Or a regular jacket with pockets, or any type of clothes with a backpack/saddlebag/fanny pack. Not everyone needs or wants jerseys, many people cycle in everyday clothing.


----------



## Spinney (17 Mar 2018)

Abody.EGY said:


> *Long shoehorn* can be very useful to keep dogs away while bikepacking, Specially in Asia.


Is that half a melon or something on the front?


----------



## Howyadoinoutthere (17 Mar 2018)

If your hands are greasy clean them by rubbing butter on the grease, rinse hands, then use washing up liquid to remove the butter.


----------



## alicat (17 Mar 2018)

Not tried that.

If you mean greasy as in oily, then an alternative is coffee grounds rubbed in with hand wash; it makes a cheap substitute for swarfega.


----------



## roadrash (17 Mar 2018)

alicat said:


> Not tried that.
> 
> If you mean greasy as in oily, then an alternative is coffee grounds rubbed in with hand wash; it makes a cheap substitute for swarfega.



or sugar


----------



## Abody.EGY (17 Mar 2018)

Spinney said:


> Is that half a melon or something on the front?

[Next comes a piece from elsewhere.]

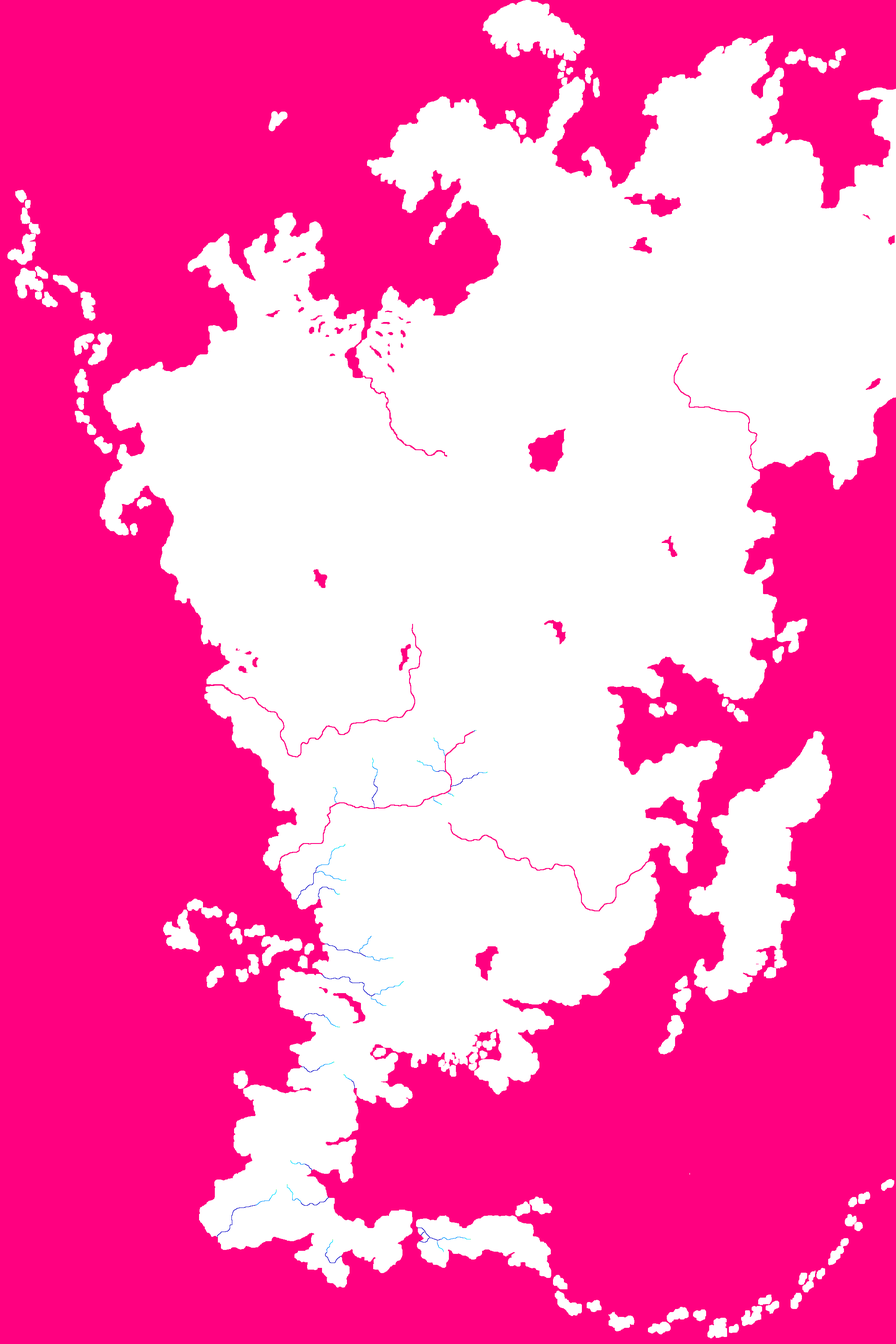
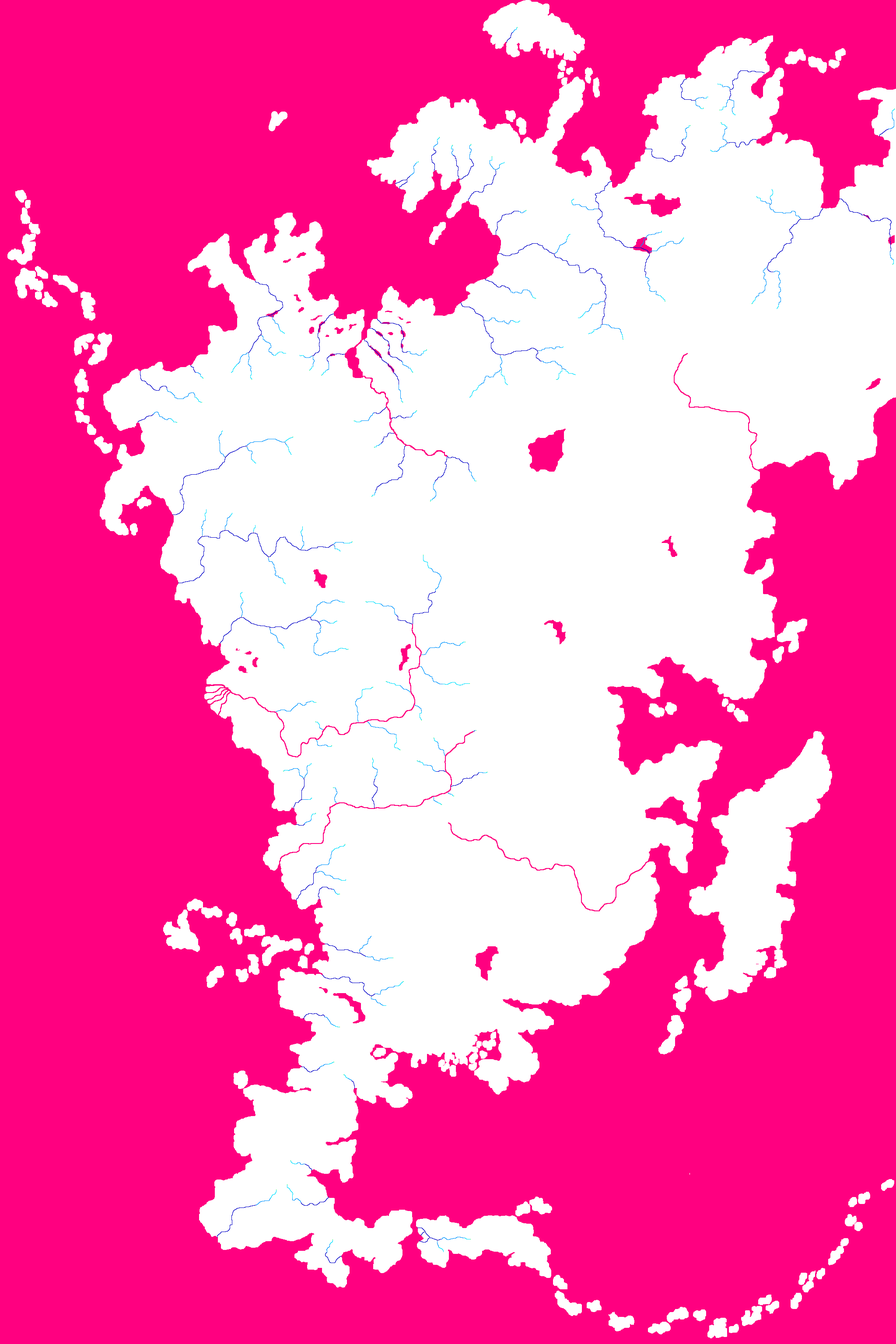
Layered file, before and after one edit (896x1344). Changes by layer:
painted on "Ebene 0" over (137, 27, 895, 826)

It's a delicious and sweet piece of Coconut haha


----------



## Always Cross (17 Mar 2018)

Just done a 46 mile ride I wore ski mittens my hands were very toasty. Buff on the head under a plastic hat. The only thing that got cold was my feet I had booties on but I ride recumbent so my feet stick out in front. Any ideas for warm feet?


----------



## Reynard (17 Mar 2018)

ADarkDraconis said:


> Or a regular jacket with pockets, or any type of clothes with a backpack/saddlebag/fanny pack. Not everyone needs or wants jerseys, many people cycle in everyday clothing.



Yeah, true. Most of my cycling is recreational, so I lycra up, but if I'm commuting / going shopping, then it's ordinary clothing. However, if cycling in ordinary clothing, it's still best to ensure you're wearing a wicking base layer of some kind.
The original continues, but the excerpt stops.